=== Input data ===

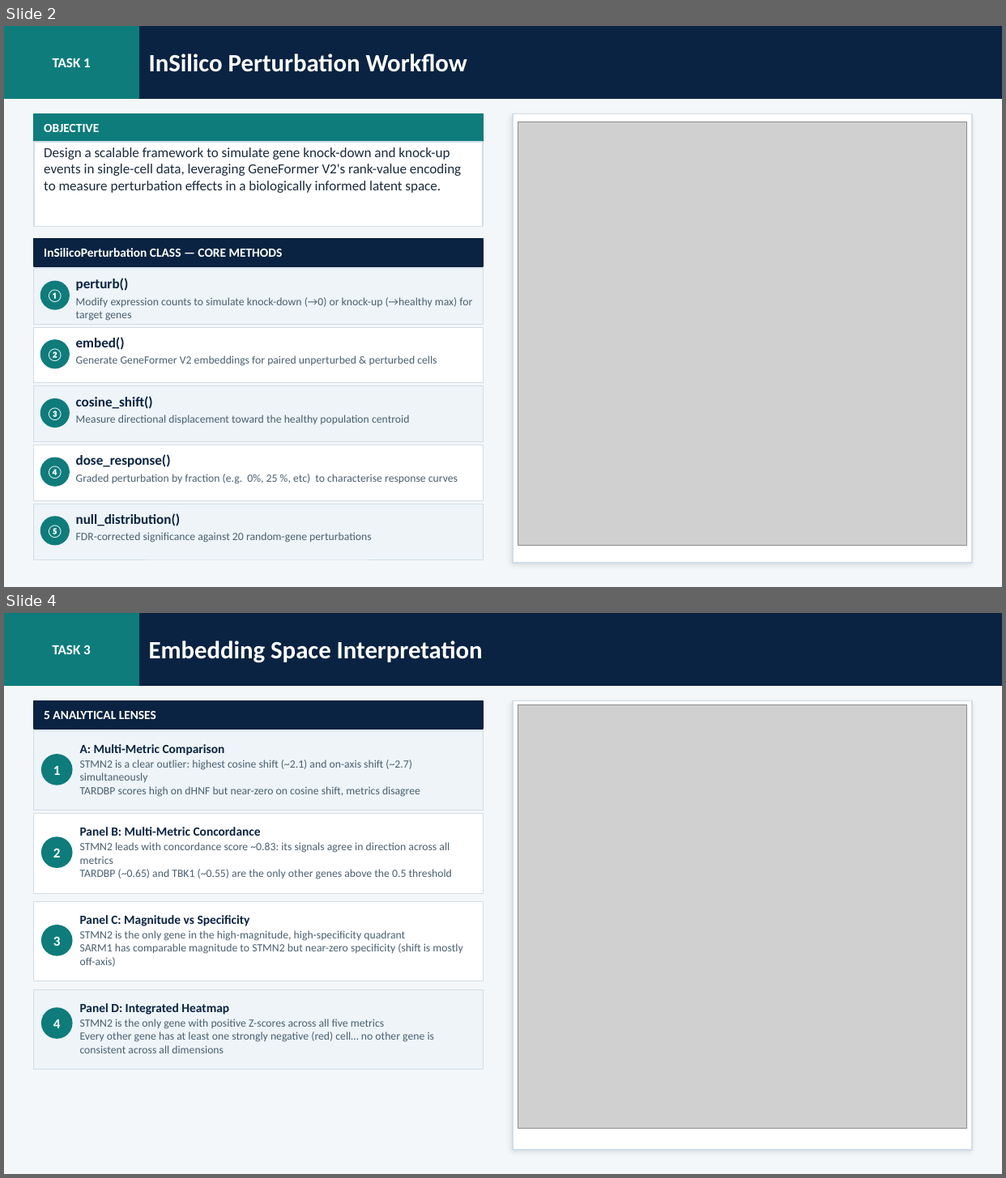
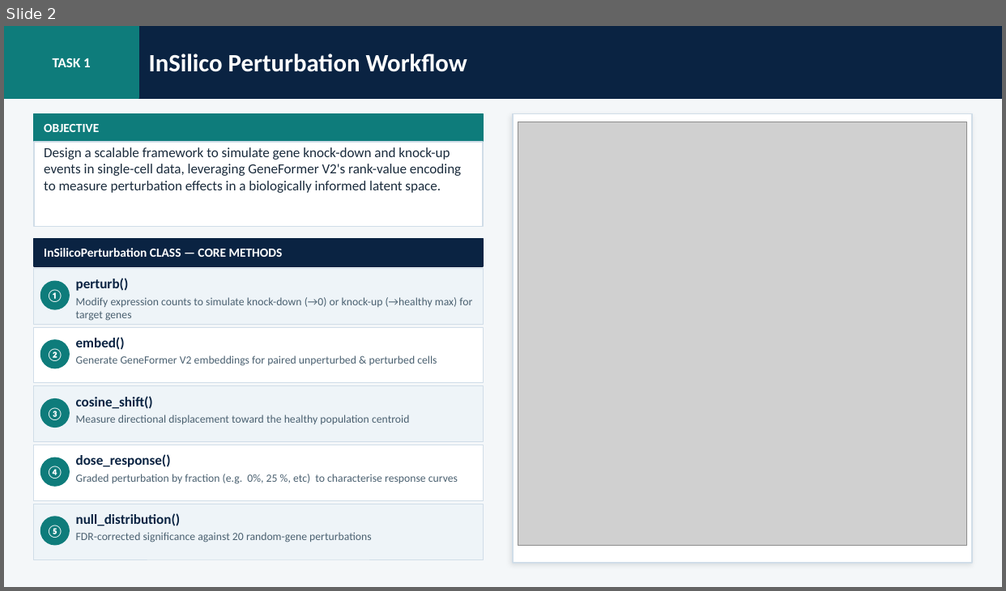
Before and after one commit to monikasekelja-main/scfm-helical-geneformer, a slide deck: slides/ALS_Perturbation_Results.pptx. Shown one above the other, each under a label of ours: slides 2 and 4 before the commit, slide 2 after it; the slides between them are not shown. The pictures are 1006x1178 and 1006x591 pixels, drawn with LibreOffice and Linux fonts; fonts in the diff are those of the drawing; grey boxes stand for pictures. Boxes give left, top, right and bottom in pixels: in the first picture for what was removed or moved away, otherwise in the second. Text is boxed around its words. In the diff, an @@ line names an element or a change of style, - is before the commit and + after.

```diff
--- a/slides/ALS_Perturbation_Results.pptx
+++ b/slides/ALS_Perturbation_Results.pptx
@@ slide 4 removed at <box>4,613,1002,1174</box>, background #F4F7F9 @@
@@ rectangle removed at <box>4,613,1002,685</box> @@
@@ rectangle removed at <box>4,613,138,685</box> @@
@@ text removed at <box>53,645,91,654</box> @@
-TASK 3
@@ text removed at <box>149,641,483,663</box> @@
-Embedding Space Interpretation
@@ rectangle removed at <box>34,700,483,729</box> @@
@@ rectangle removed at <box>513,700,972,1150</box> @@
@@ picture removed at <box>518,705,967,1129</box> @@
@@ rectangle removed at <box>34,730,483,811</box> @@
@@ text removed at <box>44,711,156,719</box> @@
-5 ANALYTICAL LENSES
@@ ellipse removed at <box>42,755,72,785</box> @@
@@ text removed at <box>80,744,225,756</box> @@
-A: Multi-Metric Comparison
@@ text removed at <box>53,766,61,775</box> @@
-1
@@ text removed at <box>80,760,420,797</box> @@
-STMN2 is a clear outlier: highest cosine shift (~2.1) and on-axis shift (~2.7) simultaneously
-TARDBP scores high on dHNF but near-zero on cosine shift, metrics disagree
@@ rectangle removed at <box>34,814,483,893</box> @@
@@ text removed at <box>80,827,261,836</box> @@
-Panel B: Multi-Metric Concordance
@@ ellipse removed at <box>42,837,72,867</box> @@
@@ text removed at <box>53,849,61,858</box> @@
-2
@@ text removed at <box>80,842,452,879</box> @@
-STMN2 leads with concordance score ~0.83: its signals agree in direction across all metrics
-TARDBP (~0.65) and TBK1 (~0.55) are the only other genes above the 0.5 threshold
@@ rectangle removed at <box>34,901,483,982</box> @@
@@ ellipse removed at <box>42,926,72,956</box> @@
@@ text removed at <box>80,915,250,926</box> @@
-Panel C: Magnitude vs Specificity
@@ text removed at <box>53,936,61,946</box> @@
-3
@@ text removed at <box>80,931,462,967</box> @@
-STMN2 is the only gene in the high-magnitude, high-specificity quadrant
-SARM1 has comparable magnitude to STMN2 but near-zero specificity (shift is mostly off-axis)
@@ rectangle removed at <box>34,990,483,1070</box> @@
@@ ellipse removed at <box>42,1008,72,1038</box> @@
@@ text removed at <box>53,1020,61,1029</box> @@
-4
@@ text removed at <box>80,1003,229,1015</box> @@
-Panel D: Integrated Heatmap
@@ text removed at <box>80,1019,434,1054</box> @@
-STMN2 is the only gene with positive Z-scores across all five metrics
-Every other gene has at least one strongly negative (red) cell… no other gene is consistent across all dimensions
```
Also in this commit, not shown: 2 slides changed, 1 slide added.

===
=== Input data ===

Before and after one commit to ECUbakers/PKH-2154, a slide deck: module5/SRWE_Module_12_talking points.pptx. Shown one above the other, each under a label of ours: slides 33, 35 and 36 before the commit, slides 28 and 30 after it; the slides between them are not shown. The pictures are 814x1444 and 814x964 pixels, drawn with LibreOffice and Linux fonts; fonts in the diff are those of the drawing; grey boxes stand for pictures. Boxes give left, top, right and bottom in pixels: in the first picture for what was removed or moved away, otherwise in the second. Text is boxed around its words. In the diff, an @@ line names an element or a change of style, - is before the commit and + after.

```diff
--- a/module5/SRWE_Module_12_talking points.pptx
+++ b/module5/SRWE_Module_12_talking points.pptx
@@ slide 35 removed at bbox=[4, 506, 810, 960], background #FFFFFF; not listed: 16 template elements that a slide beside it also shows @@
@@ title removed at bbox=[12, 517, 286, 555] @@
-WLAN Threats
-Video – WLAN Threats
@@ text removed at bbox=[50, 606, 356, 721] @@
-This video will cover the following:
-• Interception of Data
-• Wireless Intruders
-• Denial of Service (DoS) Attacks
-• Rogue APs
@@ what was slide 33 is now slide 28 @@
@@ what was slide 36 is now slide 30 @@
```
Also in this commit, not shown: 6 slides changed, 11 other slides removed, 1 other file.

===

Problem details: Your job is to return all lines above that hold the word "zero".

Output:
-TARDBP scores high on dHNF but near-zero on cosine shift, metrics disagree
-SARM1 has comparable magnitude to STMN2 but near-zero specificity (shift is mostly off-axis)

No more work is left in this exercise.